PETRONAS urges liquefied natural gas players to strive for a more equitable relationship in the current oversupplied market to ensure the continuity and sustainability of the business.
Malaysia's state-owned oil firm Petroliam Nasional Berhad (PETRONAS) urged liquefied natural gas (LNG) consumers and producers to strive for a more equitable relationship in the current oversupplied market to ensure the continuity and sustainability of the business, Ahmad Adly Alias, vice president of LNG Marketing, said Wednesday at the LNG 18 Conference in Perth, Australia.
“Currently, there is a perception that the LNG market will be oversupplied for a long time, prompting many buyers to demand better commercial terms from sellers. However, if LNG prices continue to be depressed, there might be a possibility that some producers might pull the plug on LNG projects that have not gone through with their Final Investment Decision (FID),” he said in PETRONAS' press release.
Just last month, Woodside Petroleum Ltd. and joint venture partners for the Browse floating LNG (FLNG) project offshore Western Australia decided not proceed with the development, which has contingent resources of 16 trillion cubic feet (Tcf) and 446 million barrels of condensate. Project operator Woodside cited the existing economic and market environment for the decision after the joint venture completed the front-end engineering and design (FEED) work.
“Woodside remains committed to the earliest commercial development of the world-class Browse resources and to FLNG as the preferred solution, but the economic environment is not supportive of a major LNG investment at this time," Peter Coleman said March 23 in a press release.
The PETRONAS executive noted that both consumers and producers have a responsibility towards sustaining a fair balance in the market that would mitigate the impact of cyclical LNG price movements on all stakeholders. Projects deferred due to the low LNG prices will only lead to future supply tightness in the market, a development that will not be favorable to all stakeholders in the long run. As such, while LNG buyers now benefit from the current depressed market to save on cost, prices must be allowed to return to a more equitable level to support producers in bringing supplies on stream in the long term.

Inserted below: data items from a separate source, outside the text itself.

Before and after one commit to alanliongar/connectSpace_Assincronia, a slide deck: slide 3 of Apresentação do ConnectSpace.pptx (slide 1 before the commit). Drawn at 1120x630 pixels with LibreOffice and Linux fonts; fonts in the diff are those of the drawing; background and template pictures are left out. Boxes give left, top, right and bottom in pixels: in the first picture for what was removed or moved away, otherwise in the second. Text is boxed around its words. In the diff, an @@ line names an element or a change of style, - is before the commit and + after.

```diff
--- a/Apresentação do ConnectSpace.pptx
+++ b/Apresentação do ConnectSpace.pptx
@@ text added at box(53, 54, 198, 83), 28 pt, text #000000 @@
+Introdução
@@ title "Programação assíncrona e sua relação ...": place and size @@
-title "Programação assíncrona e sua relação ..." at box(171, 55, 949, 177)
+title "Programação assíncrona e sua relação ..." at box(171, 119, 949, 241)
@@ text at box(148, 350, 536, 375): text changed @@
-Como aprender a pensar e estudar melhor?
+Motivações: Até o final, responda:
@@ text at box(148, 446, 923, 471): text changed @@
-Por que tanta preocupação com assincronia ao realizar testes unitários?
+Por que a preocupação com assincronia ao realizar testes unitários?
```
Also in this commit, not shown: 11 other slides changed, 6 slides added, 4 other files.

“In the long run, the demand curve will gradually match the LNG supplies available in the market and reach some level of equilibrium,” Ahmad Adly Alias said.

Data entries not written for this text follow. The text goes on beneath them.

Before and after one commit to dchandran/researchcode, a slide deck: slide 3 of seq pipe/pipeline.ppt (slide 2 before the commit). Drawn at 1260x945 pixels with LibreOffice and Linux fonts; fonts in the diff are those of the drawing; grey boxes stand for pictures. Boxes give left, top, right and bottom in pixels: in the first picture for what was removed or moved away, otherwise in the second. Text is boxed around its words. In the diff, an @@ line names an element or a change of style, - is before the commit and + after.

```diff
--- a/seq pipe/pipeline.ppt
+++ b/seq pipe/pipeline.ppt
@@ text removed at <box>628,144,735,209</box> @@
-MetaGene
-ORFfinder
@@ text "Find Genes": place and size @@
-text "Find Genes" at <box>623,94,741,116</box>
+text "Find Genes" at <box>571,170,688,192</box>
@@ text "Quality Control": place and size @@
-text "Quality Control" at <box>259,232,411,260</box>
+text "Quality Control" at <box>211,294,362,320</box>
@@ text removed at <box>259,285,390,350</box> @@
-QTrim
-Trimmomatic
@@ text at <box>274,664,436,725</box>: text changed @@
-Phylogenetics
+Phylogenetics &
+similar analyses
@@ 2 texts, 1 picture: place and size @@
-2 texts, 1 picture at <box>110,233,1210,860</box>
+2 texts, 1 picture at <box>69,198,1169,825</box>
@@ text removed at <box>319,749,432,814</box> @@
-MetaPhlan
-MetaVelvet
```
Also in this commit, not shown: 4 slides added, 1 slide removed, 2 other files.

He emphasized that all LNG players should take a long-term view of the business to ensure energy security for nations and economies that depend on a continued and sustainable supply of affordable and clean energy. In addition, industry participants should leverage on business relationship that has always been at the heart of the LNG business and ensure that producers are not overly penalized in the current low price environment.
“We are a long term player in an industry with a long-term horizon. To ensure the sustainable growth of the world’s LNG market, we need to have an equitable partnership between buyers and sellers. This enables suppliers to ensure security of supply well into the future,” Ahmad Adly Alias said.
The Malaysian company is uniquely positioned as an LNG producer and consumer. "With our fully integrated operations, we are able to add value to the resources and enable ourselves to be flexible in our offerings to the markets," he added.